American naval aviator and aircraft builder

John Matthew Miller III (1896 – c. 1980's) was an American naval aviator, air mail pilot, transport pilot, autogiro pilot, flight instructor, aircraft manufacturer, airport operator, agricultural pilot, and helicopter test pilot. He worked for the United States Navy, the US Aerial Mail Service, Pitcairn Aircraft Company, and the U.S. Department of Agriculture. In 1927 Miller founded the Miller Aviation Corporation of New Brunswick, New Jersey which operated until 1929.

==Life==
Born John Matthew Miller III on 3 June 1896 in Tacoma, Washington. He studied at the Massachusetts Institute of Technology (MIT) working summers at the aircraft manufacturer the Burgess Company in Marblehead, Massachusetts. As World War I raged, in 1917, Miller joined the Naval Aviation detachment at MIT. He started US Navy flight instruction at Hampton Roads, Virginia graduating to advanced flight instruction at Pensacola, Florida. On 16 March 1918, Miller commissioned as an Ensign and United States Naval Aviator. He patrolled near New York harbor while stationed at Naval Air Station Rockaway Beach, New York. After the armistice he was assigned inactive duty on December 15, 1918.

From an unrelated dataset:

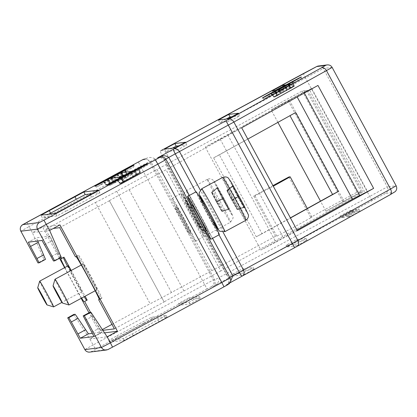 <?xml version="1.0" encoding="UTF-8"?>
<svg xmlns="http://www.w3.org/2000/svg" width="417" height="417" viewBox="0 0 417 417"><rect width="100%" height="100%" fill="white"/><g stroke="black" fill="none" stroke-linecap="round" stroke-linejoin="round"><path stroke-width="0.31" stroke-dasharray="2.08 1.56" d="M189.057 233.588A14.626 0.459 -118.4 0 0 189.063 233.588A14.626 0.459 -118.4 0 0 182.547 220.583A14.626 0.459 -118.4 0 0 175.14 207.854A14.626 0.459 -118.4 0 0 175.135 207.859A14.626 0.459 -118.4 0 0 181.65 220.864A14.626 0.459 -118.4 0 0 189.057 233.588L190.778 232.66A14.626 0.459 -118.4 0 0 190.778 232.66A14.626 0.459 -118.4 0 0 184.257 219.655A14.626 0.459 -118.4 0 0 176.855 206.926A14.626 0.459 -118.4 0 0 176.85 206.931A14.626 0.459 -118.4 0 0 183.365 219.936A14.626 0.459 -118.4 0 0 190.767 232.66M327.241 64.901A4.874 4.874 -97.2 0 1 332.135 67.418L396.14 185.794L387.31 186.899A4.874 4.874 -97.2 0 1 385.344 193.509L229.402 277.701L213.056 286.401L211.482 286.599A4.874 4.874 -97.2 0 0 213.447 279.989L149.442 161.619L150.735 161.457L214.739 279.828C215.672 283.466 215.109 285.661 213.056 286.401C217.252 284.556 219.337 281.579 219.306 277.472L214.739 279.828L213.447 279.989L204.549 284.67L93.106 344.984L89.858 338.979L100.148 333.412L88.983 312.766M81.185 298.337L64.604 267.678M59.548 258.326L42.638 227.046L32.349 232.613L29.101 226.608L20.85 231.2M191.825 207.927A14.626 0.459 -118.4 0 0 190.46 205.93A14.626 0.459 -118.4 0 0 195.041 215.323A14.626 0.459 -118.4 0 0 203.022 229.673A14.626 0.459 -118.4 0 0 204.387 231.664A14.626 0.459 -118.4 0 0 199.806 222.277A14.626 0.459 -118.4 0 0 191.825 207.927M85.344 320.209L92.042 316.586L102.118 332.13L92.444 333.345M60.898 257.602L45.656 229.413L95.378 202.506L150.11 303.727A23.404 0.287 -28.4 0 0 171.465 292.494L211.753 270.685L157.027 169.469L302.226 91.021L306.5 90.484L271.149 109.885L307.835 90.317L309.623 90.093L364.354 191.314L220.796 270.972L166.065 169.755L129.192 189.709A23.404 0.287 -28.4 0 0 109.384 200.744A23.404 0.287 -28.4 0 0 109.4 200.744L164.131 301.965L114.409 328.872M99.282 299.359L101.211 298.317L78.021 255.428L75.451 256.82M109.4 200.744L59.678 227.656M220.796 270.972L183.923 290.93A23.404 0.287 -28.4 0 0 164.116 301.96A23.404 0.287 -28.4 0 0 164.131 301.965M289.977 115.676L213.613 157.866L256.283 236.783L290.388 217.856M309.623 90.093L166.065 169.755M307.835 90.317L362.566 191.539L364.354 191.314M306.5 90.484L361.226 191.705L325.88 211.106L362.566 191.539M302.226 91.021L356.957 192.242L361.226 191.705M165.924 164.788L220.656 266.01L275.517 236.314L276.805 236.152L294.772 226.707L311.963 217.132L310.665 217.293L356.957 192.242M272.942 185.596L253.718 196L275.517 236.314M288.866 176.98L310.665 217.293M253.718 196L255.006 195.839L273.281 186.222M211.753 270.685L220.656 266.01M95.378 202.506A23.404 0.287 -28.4 0 0 116.734 191.273L157.027 169.469M213.613 157.866L219.373 154.853L262.043 233.77L290.461 217.997M219.373 154.853L247.792 139.085M241.683 127.779L205.253 147.076L296.795 96.28L297.175 96.984M205.253 147.076L260.906 250.012L296.956 230.007M297.337 230.71L260.906 250.012M227.854 135.009L283.513 237.945M220.228 139.242L275.882 242.178M296.795 96.28L311.77 88.446L304.144 92.678L304.327 93.017M304.144 92.678L317.968 85.443M359.699 195.422L367.429 191.377L359.798 195.609M311.77 88.446L367.429 191.377M42.049 240.453L50.17 236.058L57.723 253.109L51.025 256.731M90.505 312.354L100.388 330.634L102.869 330.321M100.388 330.634L102.363 329.566M111.97 324.363L150.11 303.727M71.187 270.482L85.104 296.221M73.71 314.46L89.858 338.979L107.143 336.811M102.118 332.13L93.997 336.524L102.118 332.13M92.042 316.586L89.509 312.479M104.542 332.86L100.148 333.412M49.633 230.445L32.349 232.613L44.025 259.562L45.479 259.379M59.918 224.878L42.638 227.046M57.723 253.109L59.829 257.581L61.283 257.398M50.17 236.058L36.477 237.779L28.351 242.173L36.477 237.779M37.707 241L36.472 237.779M44.025 259.562L38.015 262.939M189.589 299.682L200.285 298.337L199.362 296.623L200.29 298.337L195.255 301.142L189.996 303.904L179.3 305.249L178.372 303.534L179.3 305.249L189.589 299.682L188.661 297.967L178.372 303.534L189.068 302.189L199.362 296.623L188.661 297.967M165.799 159.07L164.778 159.69L228.782 278.066C229.611 281.715 228.86 283.93 226.54 284.707L229.897 282.862L226.54 284.707L228.115 284.514A4.874 4.874 -97.2 0 0 230.08 277.904L166.075 159.529L164.783 159.69L159.711 157.193C160.998 156.573 162.687 157.407 164.778 159.69L228.787 278.066L230.08 277.904M230.346 281.981L226.66 284.644C225.06 284.691 230.127 285.426 228.782 278.066L229.83 277.43M332.135 67.418L323.305 68.524L387.31 186.899L230.366 271.566C231.529 274.61 231.206 276.653 229.402 277.701C228.808 277.941 227.687 276.674 226.035 273.891L162.031 155.52C160.618 152.627 160.191 151.037 160.759 150.751C162.588 149.755 164.454 150.568 166.362 153.195L230.366 271.566L226.035 273.891L219.306 277.472L155.301 159.101C151.887 156.828 148.254 156.943 144.412 159.45M371.995 200.53L305.51 77.885L150.735 161.457L146.018 158.913L144.621 159.336M116.906 335.836L151.522 317.238L166.201 315.393L132.236 333.913L123.338 338.594L108.655 340.434L116.906 335.836L117.834 337.551L143.552 323.634L142.624 321.919M172.336 148.165L165.909 151.72L176.61 150.375L186.899 144.808L179.081 145.788M226.202 119.012L219.775 122.567L229.496 121.347L239.785 115.78L231.967 116.76M273.641 93.418L283.93 87.851L286.912 87.476L276.627 93.043L273.641 93.418L272.249 90.843L273.635 93.418M133.039 173.962L131.647 171.387L133.039 173.962L122.744 179.529L112.048 180.869L110.656 178.294L112.048 180.869L118.475 177.314M133.033 173.962L125.215 174.942M279.432 92.689L289.716 87.122L292.703 86.746L282.413 92.319L279.432 92.689L278.04 90.119L279.426 92.689M343.879 217.424L340.892 217.794L339.959 216.079L340.887 217.794L351.182 212.227L354.163 211.857L353.235 210.137L350.254 210.512L344.995 213.28L339.959 216.079L342.951 215.704L353.241 210.142L354.169 211.857L343.879 217.424L342.951 215.704M349.665 216.694L346.683 217.069L345.75 215.354L346.678 217.069L356.968 211.502L359.954 211.127L359.027 209.412L356.04 209.787L345.75 215.354L348.737 214.979L359.027 209.412L359.954 211.127L354.924 213.931L349.665 216.694L348.737 214.979M296.748 245.728L287.032 246.947L297.316 241.38L307.032 240.161L306.104 238.446L296.388 239.666L286.098 245.232L295.82 244.013L306.109 238.446L307.037 240.161L302.007 242.965L296.748 245.728L295.82 244.013M254.151 269.189L253.218 267.474L242.527 268.814L232.233 274.381L242.934 273.041L253.223 267.474L254.151 269.189L243.862 274.756L242.934 273.041M254.146 269.189L243.45 270.529L233.16 276.096L232.233 274.381L233.166 276.096L243.862 274.756M143.552 323.634L152.45 318.953L167.128 317.113L158.882 321.71L124.266 340.308L109.588 342.148L108.66 340.434L109.582 342.148L117.834 337.551M101.211 298.317L101.863 298.233A24.379 0.766 -118.4 0 0 101.873 298.233A24.379 0.766 -118.4 0 0 91.01 276.554A24.379 0.766 -118.4 0 0 78.672 255.345L78.021 255.428M84.672 265.916A14.626 0.459 -118.4 0 0 83.306 263.925A14.626 0.459 -118.4 0 0 87.888 273.312A14.626 0.459 -118.4 0 0 95.868 287.662A14.626 0.459 -118.4 0 0 97.229 289.653A14.626 0.459 -118.4 0 0 92.652 280.266A14.626 0.459 -118.4 0 0 84.672 265.916M63.348 257.268A24.379 0.766 -118.4 0 0 63.337 257.273L60.767 258.665L63.999 257.19M63.337 257.273A24.379 0.766 -118.4 0 0 63.358 257.534M67.439 266.14A24.379 0.766 -118.4 0 0 84.198 296.711M67.976 265.853A14.626 0.459 -118.4 0 0 74.539 278.931A14.626 0.459 -118.4 0 0 81.899 291.582A14.626 0.459 -118.4 0 0 81.904 291.582A14.626 0.459 -118.4 0 0 78.354 284.149A14.626 0.459 -118.4 0 0 70.963 270.607M64.87 267.532A24.379 0.766 -118.4 0 0 81.623 298.103M184.627 219.691A24.379 0.766 61.6 0 1 195.417 241.234A24.379 0.766 61.6 0 1 182.995 219.895A24.379 0.766 61.6 0 1 172.211 198.351A24.379 0.766 61.6 0 1 184.627 219.691M193.201 215.052A24.379 0.766 61.6 0 1 203.991 236.595A24.379 0.766 61.6 0 1 191.57 215.255A24.379 0.766 61.6 0 1 180.78 193.712A24.379 0.766 61.6 0 1 193.201 215.052M199.342 228.021A14.626 0.459 -118.4 0 0 199.347 228.021A14.626 0.459 -118.4 0 0 192.831 215.016A14.626 0.459 -118.4 0 0 185.429 202.287A14.626 0.459 -118.4 0 0 185.424 202.292A14.626 0.459 -118.4 0 0 191.94 215.297A14.626 0.459 -118.4 0 0 199.342 228.021L200.634 227.322A14.626 0.459 -118.4 0 0 200.634 227.322A14.626 0.459 -118.4 0 0 194.119 214.317A14.626 0.459 -118.4 0 0 186.712 201.593A14.626 0.459 -118.4 0 0 186.707 201.593A14.626 0.459 -118.4 0 0 193.222 214.599A14.626 0.459 -118.4 0 0 200.629 227.328M228.996 209.563L229.48 209.506L223.731 198.393L217.497 187.342L217.012 187.4L222.761 198.513L228.996 209.563L228.302 209.125L228.881 209.277L223.47 198.8L223.731 198.393L223.241 198.377L223.47 198.8L217.221 201.88L217.476 201.479L217.705 201.901L217.221 201.88L217.476 201.479L222.49 211.153L222.094 211.44L221.604 211.184L222.188 211.419L221.604 211.184L222.188 211.419L228.433 209.334M228.98 209.542L222.767 198.523L222.313 198.492L222.761 198.513L222.542 198.914L222.313 198.492L222.761 198.513L222.542 198.914L228.302 209.125L221.604 211.184L222.49 211.153L222.011 211.138L222.49 211.153L222.011 211.138L212.029 192.68L212.284 192.273L211.622 192.732L211.753 192.117L211.622 192.732L211.753 192.117L211.622 192.732L211.753 192.117L216.903 188.015L217.022 187.426L222.756 198.508L216.413 201.984L216.866 202.005L216.637 201.583L216.413 201.984L216.866 202.005L222.058 211.205L221.771 211.273M229.48 209.506L228.782 209.063L229.48 209.506M217.012 187.4L217.002 188.229L211.747 192.117L217.351 187.958L217.497 187.342L217.481 188.166L216.903 188.015L217.022 187.426M228.975 209.256L222.589 211.367L228.521 209.313M55.008 279.249A14.626 0.459 -118.4 0 0 59.699 288.819A14.626 0.459 -118.4 0 0 67.575 302.971A14.626 0.459 -118.4 0 0 68.925 304.968M211.643 192.539L216.407 201.974L211.622 192.732L211.852 192.331L216.637 201.583L216.413 201.984L216.866 202.005M211.852 192.331L216.903 188.015M216.741 201.802L216.428 201.792M217.408 201.964L217.257 201.687M39.683 281.173A14.626 0.459 -118.4 0 0 46.183 294.121A14.626 0.459 -118.4 0 0 53.584 306.886M289.898 115.535L295.658 112.522M256.283 236.783L262.043 233.77M45.656 229.413L53.308 228.453M48.633 214.234L42.331 217.768L40.939 215.198L42.336 217.773L57.014 215.928L65.912 211.247L64.52 208.672M92.188 193.697L99.877 192.732L65.912 211.247M268.762 96.035L263.773 98.938L275.778 92.72L301.199 78.698L268.762 96.035M101.378 184.215L96.395 187.113L108.399 180.9L133.821 166.878L101.378 184.215M107.972 178.992L107.878 179.508L106.919 179.56M111.417 177.178L111.323 177.694L107.878 179.508L109.76 183.126L109.223 183.417L109.666 183.642L109.76 183.126L109.223 183.417L109.666 183.642L109.76 183.126L122.535 176.214L123.036 176.407L123.072 175.922L122.535 176.214L123.036 176.407L123.072 175.922L122.535 176.214L120.487 172.68L117.292 174.462L116.791 174.27M114.878 182.521L109.895 185.419L121.9 179.201L147.321 165.184L114.878 182.521M121.472 177.298L121.378 177.814L120.419 177.866M124.918 175.484L124.824 176L121.378 177.814L123.26 181.431L122.723 181.723L123.166 181.948L123.26 181.431L122.723 181.723L123.166 181.948L123.26 181.431L136.036 174.52L136.536 174.713L136.573 174.228L136.036 174.52L136.536 174.713L136.573 174.228L136.036 174.52L133.987 170.986L130.792 172.768L130.292 172.575M122.244 171.486L122.15 172.002C120.414 172.857 120.336 172.867 121.92 172.028L125.152 170.219L126.116 174.786L126.268 174.243L126.116 174.786L125.116 170.251L125.308 169.672M121.029 171.924L121.008 172.398L119.987 172.492M125.116 170.251L125.23 169.729M125.689 169.672L125.595 170.188L122.15 172.002C120.414 172.857 120.336 172.867 121.92 172.028L122.04 171.512M120.826 172.383L121.305 172.581L121.879 171.82M125.845 169.604L125.595 170.188L126.638 174.718L126.794 174.176L126.627 174.723L126.794 174.176L125.595 170.188M112.006 177.105L111.892 177.621L117.86 174.395L117.38 174.197M107.768 179.451L108.175 179.685L108.816 178.888M103.567 181.645L104.031 181.869L103.489 181.708M102.952 181.77L103.588 181.901L107.033 180.087C108.728 179.148 108.806 179.143 107.263 180.055L104.031 181.869L106.788 185.002L107.32 185.169L106.788 185.002L107.32 185.169L106.788 185.002L110.521 183.032L110.401 183.548L109.984 183.324L110.521 183.032L110.401 183.548L109.984 183.324L108.175 179.685L104.031 181.869M106.554 179.889L107.033 180.087C108.728 179.148 108.806 179.143 107.263 180.055L106.762 179.868M103.588 181.901L106.809 185.237L106.262 185.07L109.223 183.417L107.351 179.79L103.588 181.901L103.108 181.703M117.292 174.462L111.323 177.694L113.294 181.27L113.2 181.786L119.762 178.231L119.262 178.038L117.292 174.462M103.51 181.932L106.57 185.237M107.32 185.169L110.401 183.548L107.31 185.174L110.594 183.344L110.088 183.157C111.693 182.307 111.615 182.312 109.864 183.183L110.343 183.376L106.809 185.237L113.2 181.786M104.068 181.838L106.82 184.981L110.088 183.157C111.693 182.307 111.615 182.312 109.864 183.183L110.343 183.376L106.804 185.237M106.262 185.07L109.864 183.183L107.033 180.087M109.504 183.287L109.447 183.626M125.673 170.152L121.832 172.294L123.833 175.828L123.771 176.313L123.291 176.12L113.794 181.207L111.892 177.621L108.696 179.404L110.521 183.032L113.794 181.207L113.679 181.723L110.401 183.548L109.984 183.324M123.291 176.12L123.833 175.828L123.771 176.313L123.291 176.12L123.833 175.828L123.771 176.313L123.291 176.12L121.305 172.581L117.86 174.395L119.762 177.976L120.242 178.168L110.396 183.553M119.762 177.976L120.763 178.361L117.531 180.17L116.989 180.008M119.762 178.231L122.853 176.605C121.118 177.579 121.201 177.569 123.093 176.579L123.192 176.063L126.721 174.207M125.152 170.219L121.008 172.398L123.072 175.922L126.268 174.243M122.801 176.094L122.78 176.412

During his two-year US Aerial Mail Service, Miller trained in the Wright DH-4 at Belmont Park, Long Island. Hired as the station manager at Bustleton, Pennsylvania he flew the first non-stop mail route between Cleveland and Chicago on 22 May 1919. In 1920, he worked for America Trans Oceanic Company of Miami, Florida. Miller flew survey flights in Quebec, Canada in 1922. He managed operations for Pitcairn Aeronautical Corporation at Hadley Field in South Plainfield, New Jersey.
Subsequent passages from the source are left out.